**THE TASK**
Wherever a picture appears, skip it and retype the rest of the data exactly.

**SUPPLIED INFORMATION**
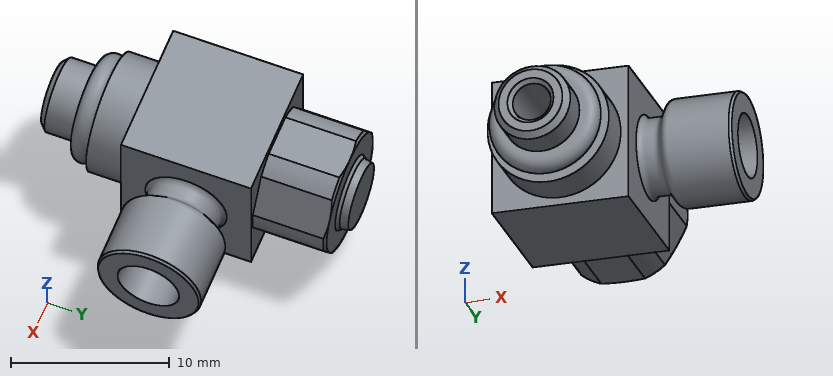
import cadquery as cq
import math

block_width = 9.0
block_length = 8.8
block_face_x = block_width / 2
block_face_y = block_length / 2

collar_radius = 4.0
collar_length = 2.56
seal_tube_radius = 0.75
seal_ring_radius = 2.9
seal_offset = 0.67
stem_radius = 2.5
stem_chamfer = 0.4
stem_end_y = -10.75
bore_radius = 1.25
bore_chamfer = 0.27

nut_across_flats = 8.0
nut_corner_radius = 4.25
nut_length = 4.92
nut_chamfer_angle = 30
tip_length = 0.77
tip_flare_length = 0.23
tip_flare_radius = 2.55
tip_base_radius = 2.35
tip_end_radius = 2.23

port_end_x = 11.0
port_radius = 3.5
neck_radius = 2.5
neck_length = 0.63
neck_blend_run = 0.44
blend_radius = 0.5
shoulder_end_x = 6.75
port_chamfer_length = 0.19
port_chamfer_depth = 0.1
cross_bore_radius = 2.08


def y_cylinder(radius, start_y, end_y):
    """Cylinder on the Y axis between two Y positions."""
    return cq.Workplane("XZ", origin=(0, end_y, 0)).circle(radius).extrude(end_y - start_y)


def make_stem():
    """Collar, seal ring and chamfered stem."""
    collar_end_y = -block_face_y - collar_length
    seal_y = collar_end_y - seal_offset
    collar = y_cylinder(collar_radius, collar_end_y, 0)
    stem = y_cylinder(stem_radius, stem_end_y, 0).faces("<Y").chamfer(stem_chamfer)
    ring_core = y_cylinder(seal_ring_radius, seal_y - seal_tube_radius, collar_end_y)
    ring = cq.Workplane("XY").add(
        cq.Solid.makeTorus(seal_ring_radius, seal_tube_radius, cq.Vector(0, seal_y, 0), cq.Vector(0, 1, 0))
    )
    return collar.union(stem).union(ring_core).union(ring)


def make_nut():
    """Hexagon with turned corners, chamfered end and a flared tip."""
    nut_end_y = block_face_y + nut_length
    hexagon_diameter = nut_across_flats / math.cos(math.radians(30))
    hexagon = (
        cq.Workplane("XZ", origin=(0, nut_end_y, 0))
        .polygon(6, hexagon_diameter)
        .extrude(nut_end_y)
    )
    chamfer_depth = nut_corner_radius - nut_across_flats / 2
    chamfer_length = chamfer_depth * math.tan(math.radians(nut_chamfer_angle))
    turned_blank = y_cylinder(nut_corner_radius, 0, nut_end_y)
    turned_blank = turned_blank.faces(">Y").chamfer(chamfer_length, chamfer_depth)

    flare_end_y = nut_end_y + tip_flare_length
    tip_end_y = nut_end_y + tip_length
    tip = (
        cq.Workplane("XY")
        .moveTo(0, 0)
        .lineTo(tip_flare_radius, 0)
        .lineTo(tip_flare_radius, nut_end_y)
        .lineTo(tip_base_radius, flare_end_y)
        .lineTo(tip_end_radius, tip_end_y)
        .lineTo(0, tip_end_y)
        .close()
        .revolve(360, (0, 0, 0), (0, 1, 0))
    )
    return hexagon.intersect(turned_blank).union(tip)


def make_port():
    """Necked cylinder whose shoulder is a cone with a tangent arc at each end."""
    blend_angle = math.asin(neck_blend_run / blend_radius)
    blend_rise = blend_radius * (1 - math.cos(blend_angle))
    half_run = blend_radius * math.sin(blend_angle / 2)
    half_rise = blend_radius * (1 - math.cos(blend_angle / 2))
    neck_start_x = block_face_x + neck_blend_run
    neck_end_x = neck_start_x + neck_length
    cone_start_radius = neck_radius + blend_rise
    cone_end_radius = port_radius - blend_rise
    profile = (
        cq.Workplane("XY")
        .moveTo(0, 0)
        .lineTo(0, cone_start_radius)
        .lineTo(block_face_x, cone_start_radius)
        .threePointArc((neck_start_x - half_run, neck_radius + half_rise), (neck_start_x, neck_radius))
        .lineTo(neck_end_x, neck_radius)
        .threePointArc(
            (neck_end_x + half_run, neck_radius + half_rise),
            (neck_end_x + neck_blend_run, cone_start_radius),
        )
        .lineTo(shoulder_end_x - neck_blend_run, cone_end_radius)
        .threePointArc(
            (shoulder_end_x - half_run, port_radius - half_rise),
            (shoulder_end_x, port_radius),
        )
        .lineTo(port_end_x - port_chamfer_length, port_radius)
        .lineTo(port_end_x, port_radius - port_chamfer_depth)
        .lineTo(port_end_x, 0)
        .close()
    )
    return profile.revolve(360, (0, 0, 0), (1, 0, 0))


def make_bores():
    """Chamfered stem bore meeting a cross bore that opens at the port end."""
    mouth_radius = bore_radius + bore_chamfer
    stem_bore = (
        cq.Workplane("XY")
        .moveTo(0, stem_end_y)
        .lineTo(mouth_radius, stem_end_y)
        .lineTo(bore_radius, stem_end_y + bore_chamfer)
        .lineTo(bore_radius, 0)
        .lineTo(0, 0)
        .close()
        .revolve(360, (0, 0, 0), (0, 1, 0))
    )
    cross_bore_start_x = -bore_radius
    cross_bore = (
        cq.Workplane("YZ", origin=(cross_bore_start_x, 0, 0))
        .circle(cross_bore_radius)
        .extrude(port_end_x - cross_bore_start_x)
    )
    return stem_bore.union(cross_bore)


block = cq.Workplane("XY").box(block_width, block_length, block_width)
result = block.union(make_stem()).union(make_nut()).union(make_port()).cut(make_bores())

**WRITTEN RESPONSE**
import cadquery as cq
import math

block_width = 9.0
block_length = 8.8
block_face_x = block_width / 2
block_face_y = block_length / 2

collar_radius = 4.0
collar_length = 2.56
seal_tube_radius = 0.75
seal_ring_radius = 2.9
seal_offset = 0.67
stem_radius = 2.5
stem_chamfer = 0.4
stem_end_y = -10.75
bore_radius = 1.25
bore_chamfer = 0.27

nut_across_flats = 8.0
nut_corner_radius = 4.25
nut_length = 4.92
nut_chamfer_angle = 30
tip_length = 0.77
tip_flare_length = 0.23
tip_flare_radius = 2.55
tip_base_radius = 2.35
tip_end_radius = 2.23

port_end_x = 11.0
port_radius = 3.5
neck_radius = 2.5
neck_length = 0.63
neck_blend_run = 0.44
blend_radius = 0.5
shoulder_end_x = 6.75
port_chamfer_length = 0.19
port_chamfer_depth = 0.1
cross_bore_radius = 2.08


def y_cylinder(radius, start_y, end_y):
    """Cylinder on the Y axis between two Y positions."""
    return cq.Workplane("XZ", origin=(0, end_y, 0)).circle(radius).extrude(end_y - start_y)


def make_stem():
    """Collar, seal ring and chamfered stem."""
    collar_end_y = -block_face_y - collar_length
    seal_y = collar_end_y - seal_offset
    collar = y_cylinder(collar_radius, collar_end_y, 0)
    stem = y_cylinder(stem_radius, stem_end_y, 0).faces("<Y").chamfer(stem_chamfer)
    ring_core = y_cylinder(seal_ring_radius, seal_y - seal_tube_radius, collar_end_y)
    ring = cq.Workplane("XY").add(
        cq.Solid.makeTorus(seal_ring_radius, seal_tube_radius, cq.Vector(0, seal_y, 0), cq.Vector(0, 1, 0))
    )
    return collar.union(stem).union(ring_core).union(ring)


def make_nut():
    """Hexagon with turned corners, chamfered end and a flared tip."""
    nut_end_y = block_face_y + nut_length
    hexagon_diameter = nut_across_flats / math.cos(math.radians(30))
    hexagon = (
        cq.Workplane("XZ", origin=(0, nut_end_y, 0))
        .polygon(6, hexagon_diameter)
        .extrude(nut_end_y)
    )
    chamfer_depth = nut_corner_radius - nut_across_flats / 2
    chamfer_length = chamfer_depth * math.tan(math.radians(nut_chamfer_angle))
    turned_blank = y_cylinder(nut_corner_radius, 0, nut_end_y)
    turned_blank = turned_blank.faces(">Y").chamfer(chamfer_length, chamfer_depth)

    flare_end_y = nut_end_y + tip_flare_length
    tip_end_y = nut_end_y + tip_length
    tip = (
        cq.Workplane("XY")
        .moveTo(0, 0)
        .lineTo(tip_flare_radius, 0)
        .lineTo(tip_flare_radius, nut_end_y)
        .lineTo(tip_base_radius, flare_end_y)
        .lineTo(tip_end_radius, tip_end_y)
        .lineTo(0, tip_end_y)
        .close()
        .revolve(360, (0, 0, 0), (0, 1, 0))
    )
    return hexagon.intersect(turned_blank).union(tip)


def make_port():
    """Necked cylinder whose shoulder is a cone with a tangent arc at each end."""
    blend_angle = math.asin(neck_blend_run / blend_radius)
    blend_rise = blend_radius * (1 - math.cos(blend_angle))
    half_run = blend_radius * math.sin(blend_angle / 2)
    half_rise = blend_radius * (1 - math.cos(blend_angle / 2))
    neck_start_x = block_face_x + neck_blend_run
    neck_end_x = neck_start_x + neck_length
    cone_start_radius = neck_radius + blend_rise
    cone_end_radius = port_radius - blend_rise
    profile = (
        cq.Workplane("XY")
        .moveTo(0, 0)
        .lineTo(0, cone_start_radius)
        .lineTo(block_face_x, cone_start_radius)
        .threePointArc((neck_start_x - half_run, neck_radius + half_rise), (neck_start_x, neck_radius))
        .lineTo(neck_end_x, neck_radius)
        .threePointArc(
            (neck_end_x + half_run, neck_radius + half_rise),
            (neck_end_x + neck_blend_run, cone_start_radius),
        )
        .lineTo(shoulder_end_x - neck_blend_run, cone_end_radius)
        .threePointArc(
            (shoulder_end_x - half_run, port_radius - half_rise),
            (shoulder_end_x, port_radius),
        )
        .lineTo(port_end_x - port_chamfer_length, port_radius)
        .lineTo(port_end_x, port_radius - port_chamfer_depth)
        .lineTo(port_end_x, 0)
        .close()
    )
    return profile.revolve(360, (0, 0, 0), (1, 0, 0))


def make_bores():
    """Chamfered stem bore meeting a cross bore that opens at the port end."""
    mouth_radius = bore_radius + bore_chamfer
    stem_bore = (
        cq.Workplane("XY")
        .moveTo(0, stem_end_y)
        .lineTo(mouth_radius, stem_end_y)
        .lineTo(bore_radius, stem_end_y + bore_chamfer)
        .lineTo(bore_radius, 0)
        .lineTo(0, 0)
        .close()
        .revolve(360, (0, 0, 0), (0, 1, 0))
    )
    cross_bore_start_x = -bore_radius
    cross_bore = (
        cq.Workplane("YZ", origin=(cross_bore_start_x, 0, 0))
        .circle(cross_bore_radius)
        .extrude(port_end_x - cross_bore_start_x)
    )
    return stem_bore.union(cross_bore)


block = cq.Workplane("XY").box(block_width, block_length, block_width)
result = block.union(make_stem()).union(make_nut()).union(make_port()).cut(make_bores())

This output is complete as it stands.